One reason for not encouraging my daughters to look locally is that I want to make them feel empowered in their choice. There is a tradeoff between empowering them and limiting them. I believe they are more likely to hold sacred their responsibility to choose a spouse if they are tasked with choosing the best one possible.
My Answers
With this in mind, let me spell out my current thoughts with respect to the questions above.
Do adult children live with their parents?
My take on this would be that rather than the children staying near the parents, the parents should move to be closer to the children. Since each child must go out to find work and a marriage partner, they are at least initially going to leave the nest. When it is time to settle down, if they can’t be near the parents the parents should move.
If the children aren’t near each other the parents can split time, but it isn’t going to be equal. Thus, ultimately parents should choose one child (probably the oldest) and commit to living by them. The rest of the children should move nearby if possible when deciding where to settle down.
Are inheritances equal or unequal?
This question is somewhat related to the last one. In terms of financial investments over the course of childhood things are never going to be perfectly equal, but some attempt should be made to treat each child fairly. If you have some business that will do better if it is kept together, keep it together. And of course, you are going to have to choose one place as your primary residence. The child you live near has the birthright to some extent.
Do people marry their cousins?
No, not cousins and not local kids (except after a wider search).
Do people have many kids (r strategy) or few kids (k strategy)?
Unlike many pro-natalists (and I do consider myself a pro-natalist) I am an advocate of k strategy (i.e., having a small number of kids). But for me “small number” is more like 2-4 than 0-1. I think children benefit from getting a lot of attention from their parents. Daughters in particular get a lot of benefit from having attention from their father. I tend to think young men can deal with less attention and can be ruined if they don’t have the opportunity to prove themselves without parental intervention.
Perhaps you could come up with some clever model, like families specializing in either raising boys or raising girls…or maybe keep having kids until you have two girls and then stop.
What does your preferred family structure look like?
When I read something like this, I can't help but think of two important phrases.
> Plans are useless, planning is priceless
> All models are false, some models are useful
10 years from now, the world is going to look completely, indescribably different in ways that can't be predicted (can't even predict how to predict these changes). I think posts like there are best served as 'posts in the ground'. Something to look back on as a marker of 'where and how things were' when they were made. There are many views encoded, and it will be important to notice which ones are more fundamental/central, and which ones are more peripheral/contingent.
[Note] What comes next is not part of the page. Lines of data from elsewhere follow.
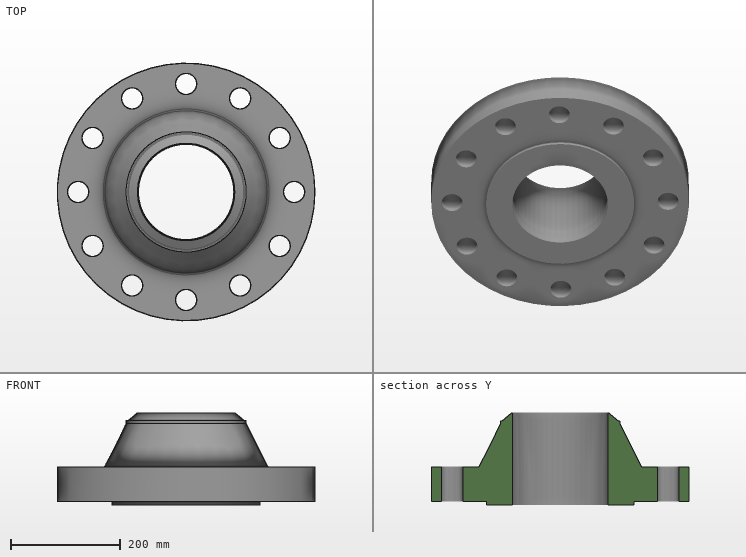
import cadquery as cq

flange_diameter = 470.0
flange_thickness = 63.5

raised_face_diameter = 270.0
raised_face_height = 6.0

overall_height = 168.0
hub_base_diameter = 298.0
hub_base_fillet = 3.8
neck_diameter = 219.0
neck_length = 5.5
bore_diameter = 174.0

bevel_height = 14.0
bevel_top_diameter = 177.5
bevel_base_diameter = 211.5
bevel_base_fillet = 3.0

bolt_count = 12
bolt_circle_diameter = 393.5
bolt_hole_diameter = 38.0

bottom_z = -raised_face_height
top_z = bottom_z + overall_height
shoulder_z = top_z - bevel_height
neck_start_z = shoulder_z - neck_length


def disc():
    """Bolting disc with the raised face below it."""
    raised_face = (
        cq.Workplane("XY", origin=(0, 0, bottom_z))
        .circle(raised_face_diameter / 2)
        .extrude(raised_face_height)
    )
    plate = cq.Workplane("XY").circle(flange_diameter / 2).extrude(flange_thickness)
    return plate.union(raised_face)


def hub():
    """Taper, neck, shoulder and welding bevel revolved about the Z axis."""
    return (
        cq.Workplane("XZ")
        .moveTo(0, flange_thickness)
        .lineTo(hub_base_diameter / 2, flange_thickness)
        .lineTo(neck_diameter / 2, neck_start_z)
        .lineTo(neck_diameter / 2, shoulder_z)
        .lineTo(bevel_base_diameter / 2, shoulder_z)
        .lineTo(bevel_top_diameter / 2, top_z)
        .lineTo(0, top_z)
        .close()
        .revolve(360, (0, 0, 0), (0, 1, 0))
    )


def edges_within(radius, z):
    """Selector for edges at height z that lie within the given radius of the Z axis."""
    margin = 0.5
    return cq.selectors.BoxSelector(
        (-radius - margin, -radius - margin, z - margin),
        (radius + margin, radius + margin, z + margin),
        boundingbox=True,
    )


def bore():
    return (
        cq.Workplane("XY", origin=(0, 0, bottom_z))
        .circle(bore_diameter / 2)
        .extrude(overall_height)
    )


def bolt_holes():
    return (
        cq.Workplane("XY")
        .polarArray(bolt_circle_diameter / 2, 0, 360, bolt_count)
        .circle(bolt_hole_diameter / 2)
        .extrude(flange_thickness)
    )


body = disc().union(hub())
body = body.edges(edges_within(hub_base_diameter / 2, flange_thickness)).fillet(hub_base_fillet)
body = body.edges(edges_within(bevel_base_diameter / 2, shoulder_z)).fillet(bevel_base_fillet)

result = body.cut(bore()).cut(bolt_holes())

Great article. I am religious and think that religion is helping propagate culture better than most other institutions. So I plan on and do invest heavily in my local church congregation and in teaching my kids about my religion. As you suggested their is a major trend that even conservative religions are being swept up in the prevailing culture. There is a backlash against this as well. Unfortunately, much of the backlash ends up being political, which I don't like to get to involved in. But maybe I missing something. Maybe some mix of religious and political ideology would work to carve out a culture niche that is sustainable.